Taint in world was a reflection of taint in aura, it always seemed a little unwieldy to me.
The reverse, starting taint in a biome and possibly having it produce a taint flux, or to have it only spread via the purple webbing somehow feels more sane to me.
If, like railcraft, there's spawners at bedrock that make taint blocks, then you could never fully defuse it without picking up the spawner and dropping it on a torch, the biome would always eventually generate a new taint to spread, though as long as it can't spread out of the biome (most settings, it apparently can't) then the world is safe (as long as you don't let the biome spread in the settings either).
On the other hand, maybe the starting taint block is an entity restricted to spawning in the biome.
Or maybe there's a 3rd way to do it, or 15 other ways to do it.
For each way to do it there's ways to handle it, up to and including the cfg file.
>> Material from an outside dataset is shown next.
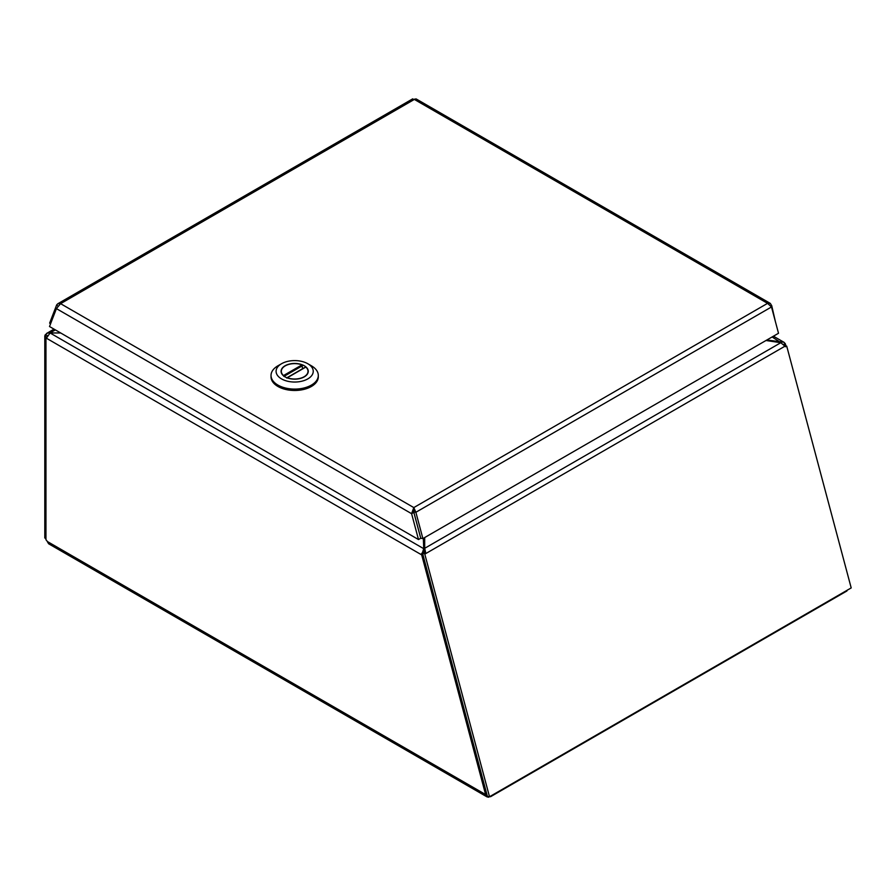 <?xml version="1.0" encoding="UTF-8"?>
<svg xmlns="http://www.w3.org/2000/svg" width="896" height="896" viewBox="0 0 896 896"><rect width="100%" height="100%" fill="white"/><g stroke="black" fill="none" stroke-linecap="round" stroke-linejoin="round"><path stroke-width="1.34" d="M423.942 553.594L423.326 538.339M781.278 342.877L772.106 336.963M766.875 339.987L783.933 342.272L785.266 343.638L783.586 344.389M60.693 332.976L50.086 332.976L47.029 337.333M784.504 345.419L785.635 344.781L785.266 343.638M60.648 332.942L50.086 332.976L423.73 548.688L421.691 554.893L46.894 338.498M47.04 337.288L44.8 336L45.203 334.835L47.578 333.032L50.019 333.01M55.373 329.896L50.019 332.931M44.8 336L44.8 537.97L45.954 538.63M45.954 337.96L45.954 539.806A3.002 1.736 60 0 1 47.23 541.442L48.619 543.771L487.01 796.88L485.598 794.539L486.73 793.89M490.538 796.152L488.622 797.205L487.021 796.869M784.784 345.8L786.71 346.102L851.2 587.922L489.507 796.746L487.402 796.41L422.822 554.243L421.691 554.893L485.598 794.539L47.23 541.442M785.635 344.781L785.96 345.99M848.064 589.68L846.933 590.386M846.933 590.957L490.538 796.723M786.71 346.102L785.59 346.752L780.808 342.709L765.979 340.502M424.693 550.077L424.693 548.307L425.712 552.81L423.752 552.955L424.413 551.533M424.693 537.544L424.693 548.307L780.808 342.709M425.712 552.81L424.592 553.459L422.632 553.605L423.752 552.955M489.507 796.746L424.805 554.131A4.514 2.61 -120 0 0 424.592 553.459M775.387 321.563L771.747 305.76L771.03 306.174M418.499 539.549L411.6 513.688L56.414 308.627L49.515 326.525L418.499 539.549L420.739 538.25L413.84 512.389L411.6 513.688L413.806 507.584L767.57 303.352L414.355 99.422L60.592 303.666L413.806 507.584L415.878 512.277L422.89 538.586L420.784 538.25L413.773 511.952L415.878 512.277L771.49 306.97L767.57 303.352L770.314 303.408L416.125 98.918L412.283 99.579M56.414 308.627L60.592 303.666L57.747 303.789L56.672 304.898L57.714 305.928M413.806 507.584L413.84 512.389M50.512 323.949L49.65 323.098L56.672 304.898M771.747 305.76L770.314 303.408M771.49 306.97L778.512 333.267L422.89 538.586M271.029 376.824A23.643 13.653 0 0 0 294.661 390.477A23.643 13.653 0 0 0 318.304 376.824A23.643 13.653 0 0 1 294.661 390.477A23.643 13.653 0 0 1 271.029 376.824L271.029 375.446A23.643 13.653 180 0 1 277.95 365.792L277.95 365.792A23.643 13.653 180 0 0 271.029 375.446L271.029 376.824M311.382 365.792A23.643 13.653 180 0 1 318.304 375.446A23.643 13.653 180 0 1 311.382 385.101A23.643 13.653 180 0 1 285.622 388.058A23.643 13.653 180 0 1 271.029 375.446A23.643 13.653 180 0 0 285.622 388.058A23.643 13.653 180 0 0 311.382 385.101A23.643 13.653 180 0 0 318.304 375.446L318.304 376.824L318.304 375.446A23.643 13.653 180 0 0 311.382 365.792L307.798 363.731A18.57 10.718 180 0 1 307.798 378.896A18.57 10.718 180 0 1 281.534 378.896A18.57 10.718 180 0 1 281.534 363.731A18.57 10.718 180 0 1 307.798 363.731A18.57 10.718 180 0 1 307.798 378.896A18.57 10.718 180 0 1 281.534 378.896A18.57 10.718 180 0 1 281.534 363.731A18.57 10.718 180 0 1 307.798 363.731L311.382 365.792M285.051 365.758A13.597 7.851 0 0 0 281.075 371.314A13.597 7.851 0 0 0 294.661 379.165A13.597 7.851 0 0 0 308.258 371.314A13.597 7.851 0 0 0 299.869 364.056A13.597 7.851 0 0 0 285.051 365.758A13.597 7.851 0 0 0 281.075 371.314A13.597 7.851 0 0 0 294.661 379.165A13.597 7.851 0 0 0 308.258 371.314A13.597 7.851 0 0 0 299.869 364.056A13.597 7.851 0 0 0 285.051 365.758M305.424 367.304L287.336 377.742A13.339 7.706 0 0 0 301 378.09A13.339 7.706 0 0 0 308 371.314A13.339 7.706 0 0 0 305.816 367.08L305.424 367.304M287.336 377.742L286.776 378.078L287.336 377.742M283.909 376.421L283.517 375.547L301.986 364.874A13.339 7.706 0 0 0 288.333 364.538A13.339 7.706 0 0 0 281.322 371.314A13.339 7.706 0 0 0 283.517 375.547M301.986 364.874L302.557 368.738M423.73 551.286L421.613 553.582M47.656 335.686L45.203 334.835M488.589 796.6L488.622 797.205M785.008 346.17L424.805 554.131M771.714 305.592L770.582 305.95M413.806 510.182L411.578 513.509M284.144 376.286L302.557 365.658M773.427 336.202L784.112 342.373M46.581 333.435L54.04 329.134M412.698 98.851L57.747 303.789M281.534 363.731L277.95 365.792L281.534 363.731M308 372.814L308 371.314M281.322 372.814L281.322 371.314M305.536 367.013L286.933 377.754"/></g></svg>
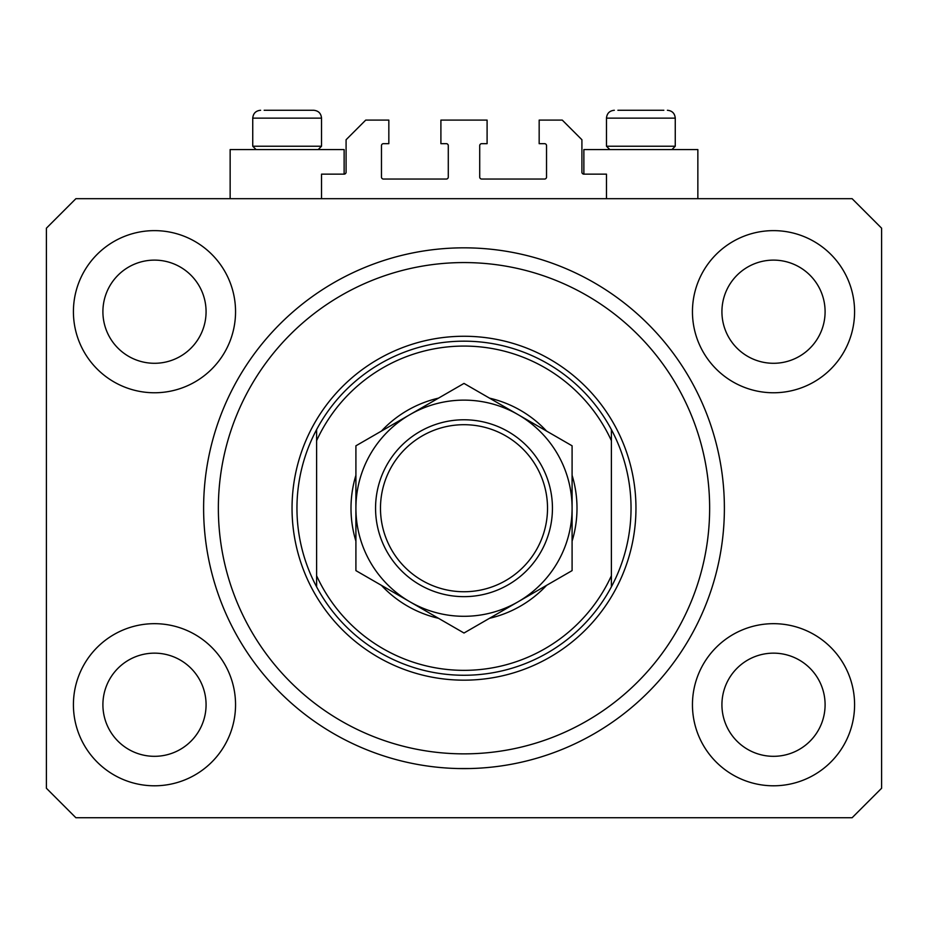 <?xml version="1.0" encoding="UTF-8"?>
<svg xmlns="http://www.w3.org/2000/svg" width="928" height="928" viewBox="0 0 928 928"><rect width="100%" height="100%" fill="white"/><g stroke="black" fill="none" stroke-linecap="round" stroke-linejoin="round"><path stroke-width="1.39" d="M606.471 198.696L606.471 174.139L583.874 174.139A1.96 1.96 0 0 1 581.914 172.167L581.914 139.745L562.264 120.095L539.168 120.095L539.168 143.678L544.574 143.678A1.96 1.96 0 0 1 546.534 145.638L546.534 177.086A1.96 1.96 0 0 1 544.574 179.046L481.69 179.046A1.96 1.96 0 0 1 479.718 177.086L479.718 145.638A1.96 1.96 0 0 1 481.69 143.678L487.096 143.678L487.096 120.095L440.904 120.095L440.904 143.678L446.31 143.678A1.96 1.96 0 0 1 448.282 145.638L448.282 177.086A1.96 1.96 0 0 1 446.31 179.046L383.426 179.046A1.96 1.96 0 0 1 381.466 177.086L381.466 145.638A1.96 1.96 0 0 1 383.426 143.678L388.832 143.678L388.832 120.095L365.736 120.095L346.086 139.745L346.086 172.167A1.96 1.96 0 0 1 344.126 174.139L321.529 174.139L321.529 198.696M724.385 508.219A260.385 260.385 0 0 0 464 247.834A260.385 260.385 0 0 0 203.615 508.219C203.696 516.13 203.696 516.13 203.615 508.219A260.385 260.385 0 0 0 464 768.604A260.385 260.385 0 0 0 724.385 508.219L724.316 502.071M457.864 768.535L470.136 768.535L457.864 768.535M73.416 704.735A81.061 81.061 0 0 0 154.489 785.796A81.061 81.061 0 0 0 235.55 704.735A81.061 81.061 0 0 0 154.489 623.674A81.061 81.061 0 0 0 73.416 704.735M692.45 704.735A81.061 81.061 0 0 0 773.511 785.796A81.061 81.061 0 0 0 854.584 704.735A81.061 81.061 0 0 0 773.511 623.674A81.061 81.061 0 0 0 692.45 704.735M692.45 311.704A81.061 81.061 0 0 0 773.511 392.764A81.061 81.061 0 0 0 854.584 311.704A81.061 81.061 0 0 0 773.511 230.631A81.061 81.061 0 0 0 692.45 311.704M73.416 311.704A81.061 81.061 0 0 0 154.489 392.764A81.061 81.061 0 0 0 235.55 311.704A81.061 81.061 0 0 0 154.489 230.631A81.061 81.061 0 0 0 73.416 311.704M697.856 198.696L697.856 149.57L583.874 149.57L583.874 174.139M230.144 198.696L230.144 149.57L344.126 149.57L344.126 174.139M102.904 311.704A51.585 51.585 0 0 0 154.489 363.289A51.585 51.585 0 0 0 206.074 311.704A51.585 51.585 0 0 0 154.489 260.118A51.585 51.585 0 0 0 102.904 311.704M721.926 311.704A51.585 51.585 0 0 0 773.511 363.289A51.585 51.585 0 0 0 825.096 311.704A51.585 51.585 0 0 0 773.511 260.118A51.585 51.585 0 0 0 721.926 311.704M721.926 704.735A51.585 51.585 0 0 0 773.511 756.32A51.585 51.585 0 0 0 825.096 704.735A51.585 51.585 0 0 0 773.511 653.15A51.585 51.585 0 0 0 721.926 704.735M102.904 704.735A51.585 51.585 0 0 0 154.489 756.32A51.585 51.585 0 0 0 206.074 704.735A51.585 51.585 0 0 0 154.489 653.15A51.585 51.585 0 0 0 102.904 704.735M75.876 817.73L852.124 817.73L881.6 788.255L881.6 228.184L852.124 198.696L75.876 198.696L46.4 228.184L46.4 788.255L75.876 817.73M256.082 149.57L252.741 146.23L321.529 146.23L321.529 118.134C321.065 113.355 318.443 110.734 313.664 110.27L264.155 110.27M663.845 110.27L617.886 110.27M670.654 146.23L675.259 146.23L675.259 118.134L606.471 118.134C606.935 113.355 609.557 110.734 614.336 110.27C609.557 110.734 606.935 113.355 606.471 118.134L606.471 146.23L670.654 146.23M649.461 110.27L632.27 110.27M278.539 110.27L269.944 110.27M572.089 475.264A112.996 112.996 0 0 1 572.089 541.175M546.58 585.348A112.996 112.996 0 0 1 489.497 618.303M438.503 618.303A112.996 112.996 0 0 1 381.42 585.348M355.911 541.175A112.996 112.996 0 0 1 355.911 475.264M709.642 508.219A245.642 245.642 0 0 0 464 262.566A245.642 245.642 0 0 0 218.358 508.219A245.642 245.642 0 0 0 464 753.861A245.642 245.642 0 0 0 709.642 508.219M631.04 508.219A167.04 167.04 0 0 0 611.39 429.606L611.39 440.672A162.122 162.122 0 0 0 316.61 440.672L316.61 575.754A162.122 162.122 0 0 0 611.39 575.754L611.39 586.821A167.04 167.04 0 0 0 631.04 508.219M316.61 429.606A167.04 167.04 0 0 0 464 675.259A167.04 167.04 0 0 0 611.39 586.821L611.39 429.606A167.04 167.04 0 0 0 316.61 429.606L316.61 440.672L316.61 429.606M381.42 431.091A112.996 112.996 0 0 1 438.503 398.135M489.497 398.135A112.996 112.996 0 0 1 546.58 431.091M316.61 575.754L316.61 586.821L316.61 575.754M547.52 508.219A83.52 83.52 0 0 0 464 424.699A83.52 83.52 0 0 0 380.48 508.219A83.52 83.52 0 0 0 464 591.739A83.52 83.52 0 0 0 547.52 508.219M375.562 508.219A88.438 88.438 0 0 1 464 419.781A88.438 88.438 0 0 1 552.438 508.219A88.438 88.438 0 0 1 464 596.646A88.438 88.438 0 0 1 375.562 508.219M355.911 445.811L355.911 570.616L409.956 601.82A108.089 108.089 0 0 0 572.089 508.219L572.089 445.811L518.044 414.607A108.089 108.089 0 0 0 355.911 508.219A108.089 108.089 0 0 0 409.956 601.82L464 633.024L572.089 570.616L572.089 508.219A108.089 108.089 0 0 0 518.044 414.607L464 383.415L355.911 445.811L355.911 570.616M572.089 570.616L572.089 445.811M313.664 110.27C318.443 110.734 321.065 113.355 321.529 118.134L252.741 118.134C253.205 113.355 255.826 110.734 260.606 110.27C255.826 110.734 253.205 113.355 252.741 118.134L252.741 146.23M635.958 508.219A171.958 171.958 0 0 1 464 680.166A171.958 171.958 0 0 1 292.042 508.219A171.958 171.958 0 0 1 464 336.261A171.958 171.958 0 0 1 635.958 508.219M675.259 118.134C674.795 113.355 672.174 110.734 667.394 110.27C672.174 110.734 674.795 113.355 675.259 118.134M671.918 149.57L675.259 146.23M609.812 149.57L606.471 146.23M318.188 149.57L321.529 146.23"/></g></svg>

As has been said elsewhere in the thread, most of taint science was about making taint less dangerous. It felt a bit incomplete. Yes you needed to tame taint to get to the final tier of anything. Yes you needed to tame taint just to live in the world, but it didn't seem special, just a required chore.
So, taint as a researched aspect?
Taint to unlock a new tier of items? A vampiric touch enchantment?
Due to advances in vanilla life is very different. I can picture a device that, instead of having you select the enchantments for the item, it selects the enchantments and writes them into a book. You could lock enchantments so they can't show up randomly, but can be written to the black tome, and then put to the items with an anvil.